_Assignment_. Could you output the whole listing exactly as it stands, minus any images?

---------- Source material

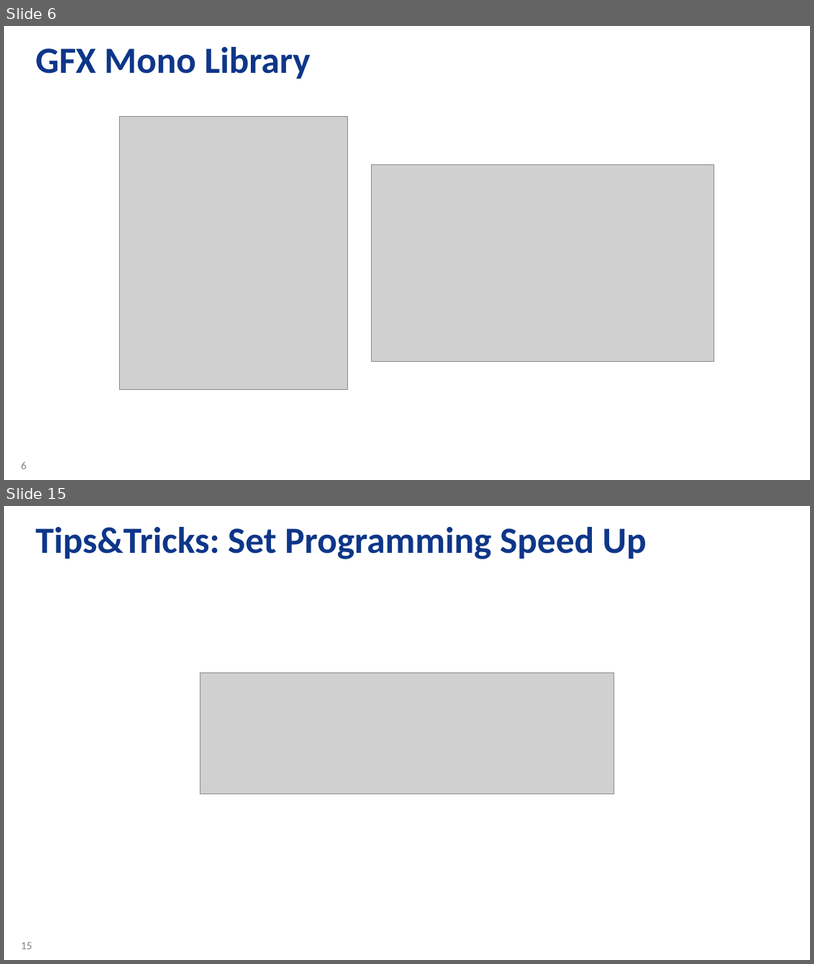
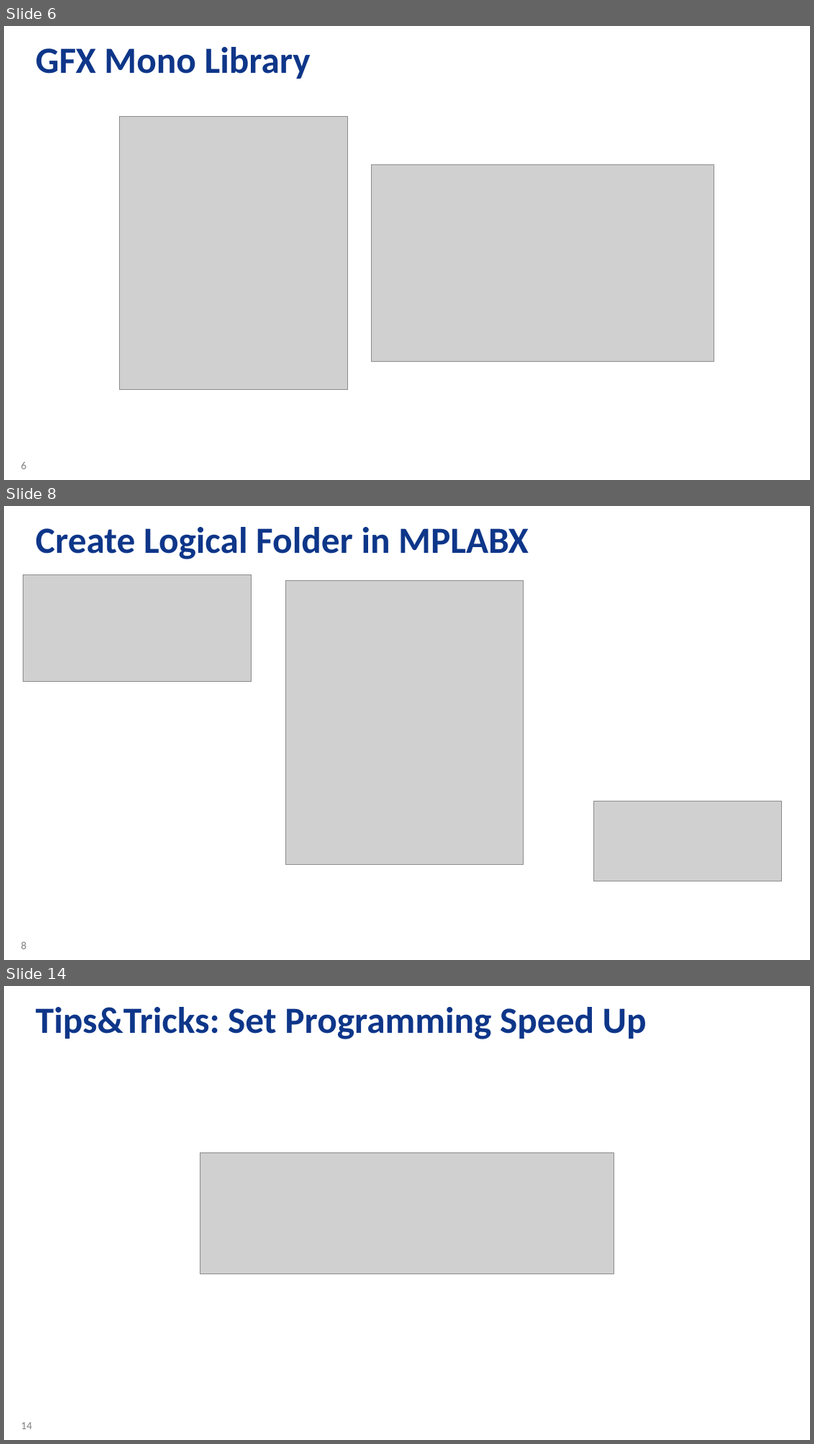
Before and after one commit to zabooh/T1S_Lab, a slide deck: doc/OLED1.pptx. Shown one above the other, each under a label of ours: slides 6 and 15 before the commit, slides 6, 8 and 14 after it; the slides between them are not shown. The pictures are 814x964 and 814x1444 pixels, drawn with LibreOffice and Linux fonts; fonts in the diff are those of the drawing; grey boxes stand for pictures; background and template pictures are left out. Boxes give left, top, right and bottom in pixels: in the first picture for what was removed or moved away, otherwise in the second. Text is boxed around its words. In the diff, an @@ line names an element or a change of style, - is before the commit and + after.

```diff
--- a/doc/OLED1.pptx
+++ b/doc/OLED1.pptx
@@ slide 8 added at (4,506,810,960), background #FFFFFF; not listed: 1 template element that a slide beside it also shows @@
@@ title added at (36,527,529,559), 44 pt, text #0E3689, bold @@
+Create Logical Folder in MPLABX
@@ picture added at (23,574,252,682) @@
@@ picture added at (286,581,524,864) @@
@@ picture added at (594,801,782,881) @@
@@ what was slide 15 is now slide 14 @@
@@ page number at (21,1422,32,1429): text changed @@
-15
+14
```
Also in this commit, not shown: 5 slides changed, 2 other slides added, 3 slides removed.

--------------------

_Result below_.
Before and after one commit to zabooh/T1S_Lab, a slide deck: doc/OLED1.pptx. Shown one above the other, each under a label of ours: slides 6 and 15 before the commit, slides 6, 8 and 14 after it; the slides between them are not shown. The pictures are 814x964 and 814x1444 pixels, drawn with LibreOffice and Linux fonts; fonts in the diff are those of the drawing; grey boxes stand for pictures; background and template pictures are left out. Boxes give left, top, right and bottom in pixels: in the first picture for what was removed or moved away, otherwise in the second. Text is boxed around its words. In the diff, an @@ line names an element or a change of style, - is before the commit and + after.

```diff
--- a/doc/OLED1.pptx
+++ b/doc/OLED1.pptx
@@ slide 8 added at (4,506,810,960), background #FFFFFF; not listed: 1 template element that a slide beside it also shows @@
@@ title added at (36,527,529,559), 44 pt, text #0E3689, bold @@
+Create Logical Folder in MPLABX
@@ picture added at (23,574,252,682) @@
@@ picture added at (286,581,524,864) @@
@@ picture added at (594,801,782,881) @@
@@ what was slide 15 is now slide 14 @@
@@ page number at (21,1422,32,1429): text changed @@
-15
+14
```
Also in this commit, not shown: 5 slides changed, 2 other slides added, 3 slides removed.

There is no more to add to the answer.